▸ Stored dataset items
- Opening Delimiter -

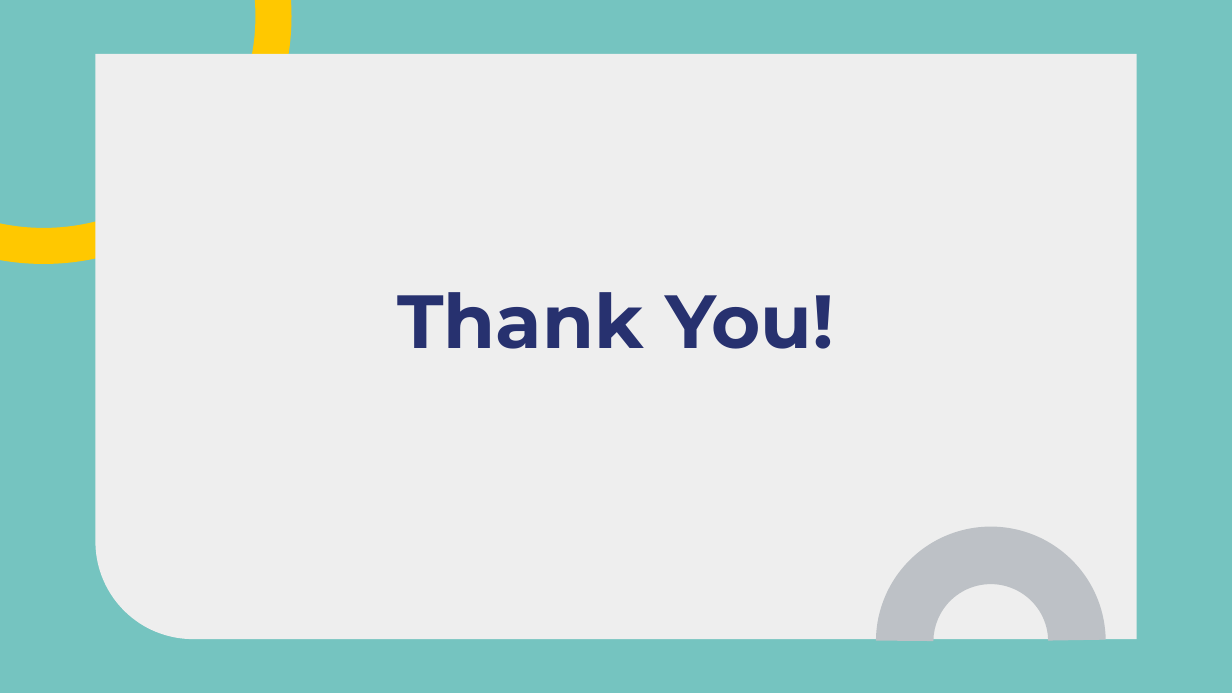
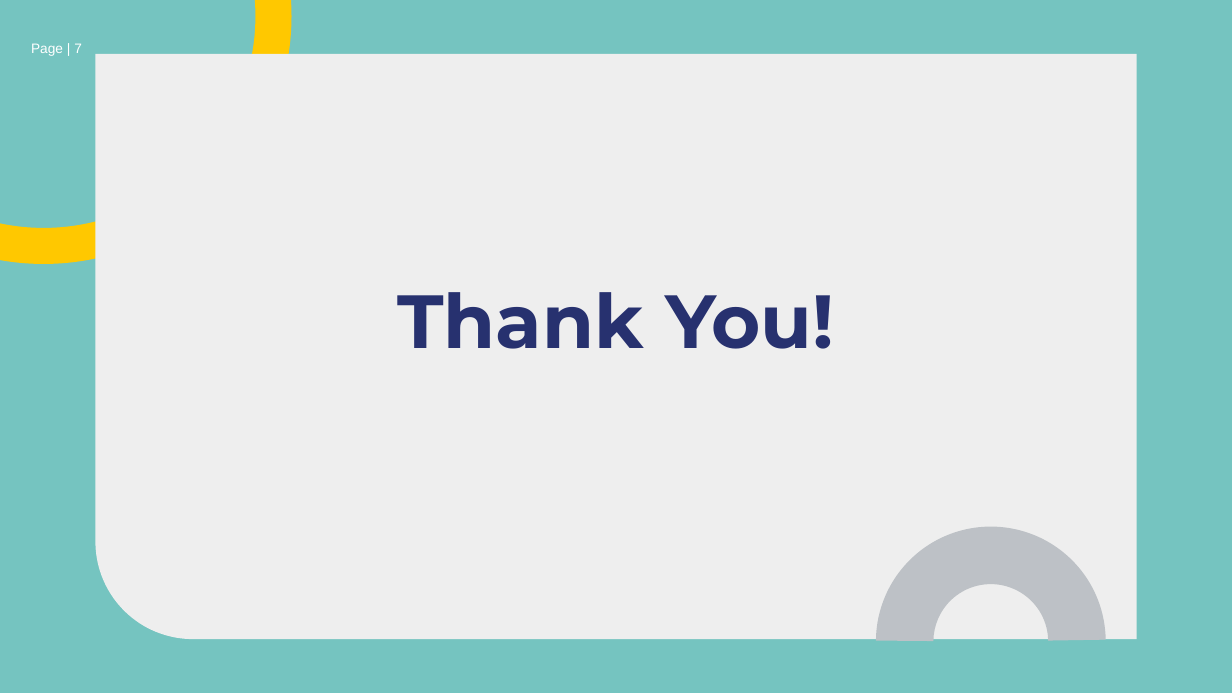
Before and after one commit to SaadDroid/AntiPlagiarism, a slide deck: slide 7 of Report/1108_SPL1_Final.pptx. Drawn at 1232x693 pixels with LibreOffice and Linux fonts; fonts in the diff are those of the drawing. Boxes give left, top, right and bottom in pixels: in the first picture for what was removed or moved away, otherwise in the second. Text is boxed around its words. In the diff, an @@ line names an element or a change of style, - is before the commit and + after.

```diff
--- a/Report/1108_SPL1_Final.pptx
+++ b/Report/1108_SPL1_Final.pptx
@@ text added at <box>31,43,82,56</box>, 8 pt, text #FFFFFF @@
+Page | 7
```
Also in this commit, not shown: 6 other slides changed, 1 other file.
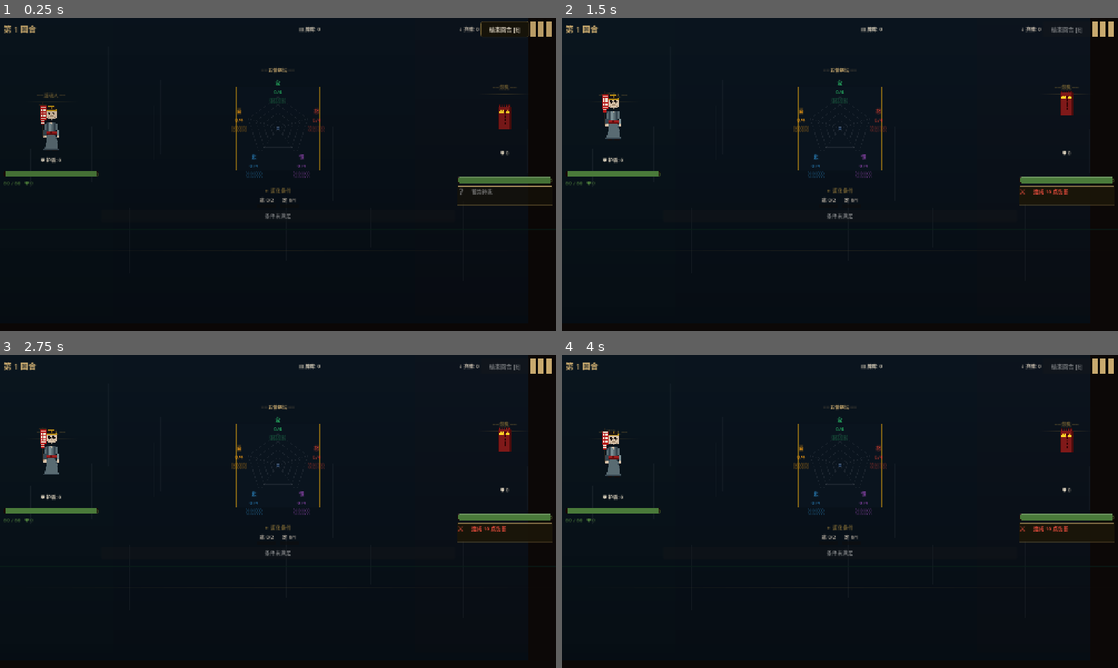
Above: before the commit, frames 1-4 (two rows, left to right).
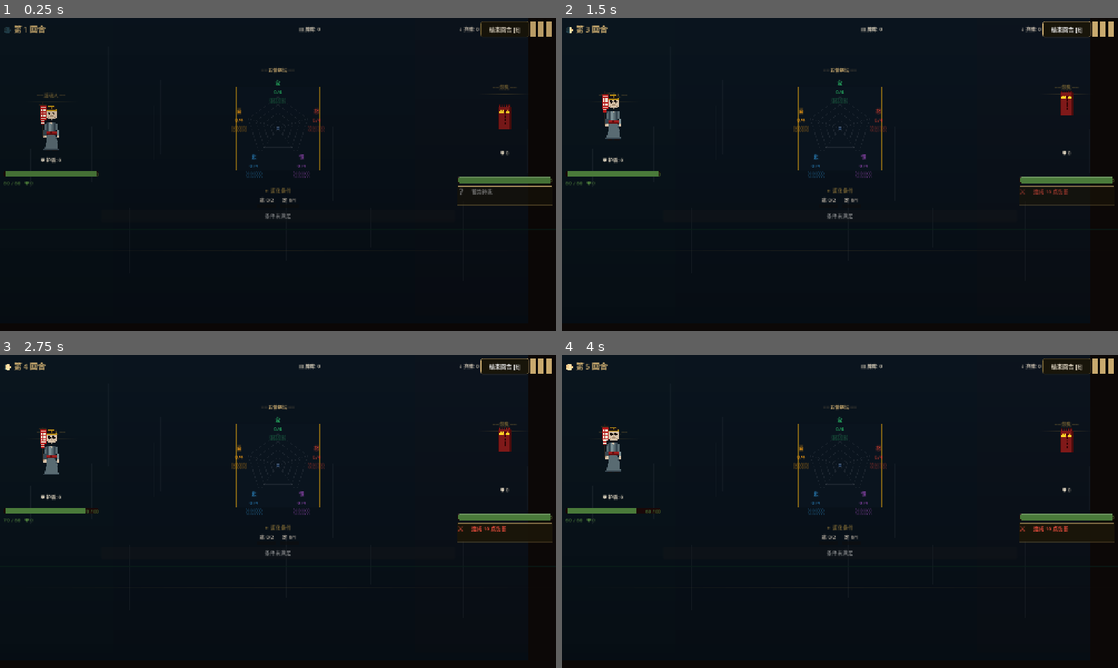
Above: after the commit, the same moments.

Repository: qianhua76123-pixel/soul-ferry
Game: Godot game, scene res://scenes/BattleScene.tscn
Same seed, same stepped clock (60 frames per second), same inputs: the game is played once before the commit and once after it. This scene is started directly instead of the project's main scene.
Inputs (mouse positions are in pixels of both pictures, inside the frame that each line leads up to):
- Up to frame 1 (0.25 s): no input
- Up to frame 2 (1.5 s): click "结束回合 [E]" at 0.5 s; click (1067, 30) at 1.25 s, where only the run after the commit has a clickable "结束回合 [E]"
- Up to frame 3 (2.75 s): click (505, 367) at 2 s, where only the run after the commit has a clickable "结束回合 [E]"
- Up to frame 4 (4 s): tap Enter at 2.75 s; move the mouse to (962, 495) at 2.77 s; click (962, 495) at 2.92 s; move the mouse to (728, 527) at 3.52 s; click (728, 527) at 3.67 s

The runs differ from the first frame. In frame 1, 0.1% of the frame differs, in the area x 0-9%, y 2-5%; in frame 2, 0.3%; in frame 3, 0.3%; in frame 4, 0.6%, in the area x 0-96%, y 1-51%.
Error before the commit: Trying to assign value of type 'String' to a variable of type 'int'. (res://scripts/battle/BattleScene.gd:141)

Commit message:
fix: 战斗崩溃修复 - moon类型String、mul类型float、补充Boss行动处理(heal_self/shield_self/apply_debuff/drain_emotion/attack_all)

Diff:
--- a/scripts/battle/BattleScene.gd
+++ b/scripts/battle/BattleScene.gd
@@ -138,7 +138,7 @@
 
 func _on_player_turn_started(turn: int) -> void:
 	var moon_icons: Array = ["🌑","🌒","🌓","🌔","🌕","🌖","🌗","🌘"]
-	var moon: int = moon_icons[int(turn - 1) % 8]
+	var moon: String = moon_icons[int(turn - 1) % 8]
 	turn_label.text       = "%s 第 %d 回合" % [moon, int(turn)]
 	end_turn_btn.disabled = false
 	du_hua_btn.visible    = false
--- a/scripts/battle/BattleStateMachine.gd
+++ b/scripts/battle/BattleStateMachine.gd
@@ -919,13 +919,13 @@
 
 func _execute_enemy_action(action: Dictionary) -> void:
 	if action.is_empty(): return
-	var mul   = EmotionManager.get_enemy_damage_multiplier()
+	var mul: float = EmotionManager.get_enemy_damage_multiplier()
 	# 愤怒阶段：敌人伤害额外×1.3
 	if boss_phase == 2:
 		mul *= 1.3
 	var atype: String = action.get("type", "")
 	match atype:
-		"attack":
+		"attack", "attack_all":
 			# 先检查玩家闪避
 			if _dodge_charges > 0:
 				_dodge_charges -= 1
@@ -992,6 +992,42 @@
 			EmotionManager.modify("fear", 1)
 			EmotionManager.modify("grief", 1)
 
+		# ── Boss 专属行动 ──────────────────────────────────
+		"heal_self":
+			# Boss 自愈（水中沉潜等）
+			var heal_val: int = int(action.get("value", 0))
+			enemy_hp = min(enemy_hp + heal_val, enemy_max_hp)
+
+		"shield_self":
+			# Boss 自盾
+			var shield_val: int = int(action.get("value", 0))
+			# 府衙封条遗物：敌人防御行动时锁链+1
+			if RelicManager.has_relic("fu_ya_feng_tiao") or RelicManager.has_relic("fu_ya_feng_tiao_upgraded"):
+				enemy_chains = min(enemy_chains + 1, RelicManager.get_chain_stack_cap())
+			enemy_shield += shield_val
+
+		"apply_debuff":
+			# Boss 施加 debuff（情绪光环等）
+			var debuff_type: String = str(action.get("value", ""))
+			match debuff_type:
+				"grief_aura":
+					EmotionManager.modify("grief", 1)
+				"rage_aura":
+					EmotionManager.modify("rage", 1)
+				"joy_drain":
+					EmotionManager.modify("joy", -1)
+				_:
+					pass
+
+		"drain_emotion":
+			# Boss 吸取情绪（沈素锦：情感真空）
+			var drain_count: int = action.get("drain_emotion_count", 1)
+			var emotions: Array = ["grief", "fear", "rage", "joy", "calm"]
+			for _i in drain_count:
+				var rand_emo: String = emotions[randi() % emotions.size()]
+				if EmotionManager.values.get(rand_emo, 0) > 0:
+					EmotionManager.modify(rand_emo, -int(action.get("value", 1)))
+
 func _deal_damage_to_enemy(amount: int) -> void:
 	# 五彩香灰：多印记类型加伤
 	var mark_type_count: int = 0

- Closing Delimiter -

▸ What to produce
The answer must be all the lines above that hold the word "EmotionManager".

▸ Solution to this task
-	var mul   = EmotionManager.get_enemy_damage_multiplier()
+	var mul: float = EmotionManager.get_enemy_damage_multiplier()
 			EmotionManager.modify("fear", 1)
 			EmotionManager.modify("grief", 1)
+					EmotionManager.modify("grief", 1)
+					EmotionManager.modify("rage", 1)
+					EmotionManager.modify("joy", -1)
+				if EmotionManager.values.get(rand_emo, 0) > 0:
+					EmotionManager.modify(rand_emo, -int(action.get("value", 1)))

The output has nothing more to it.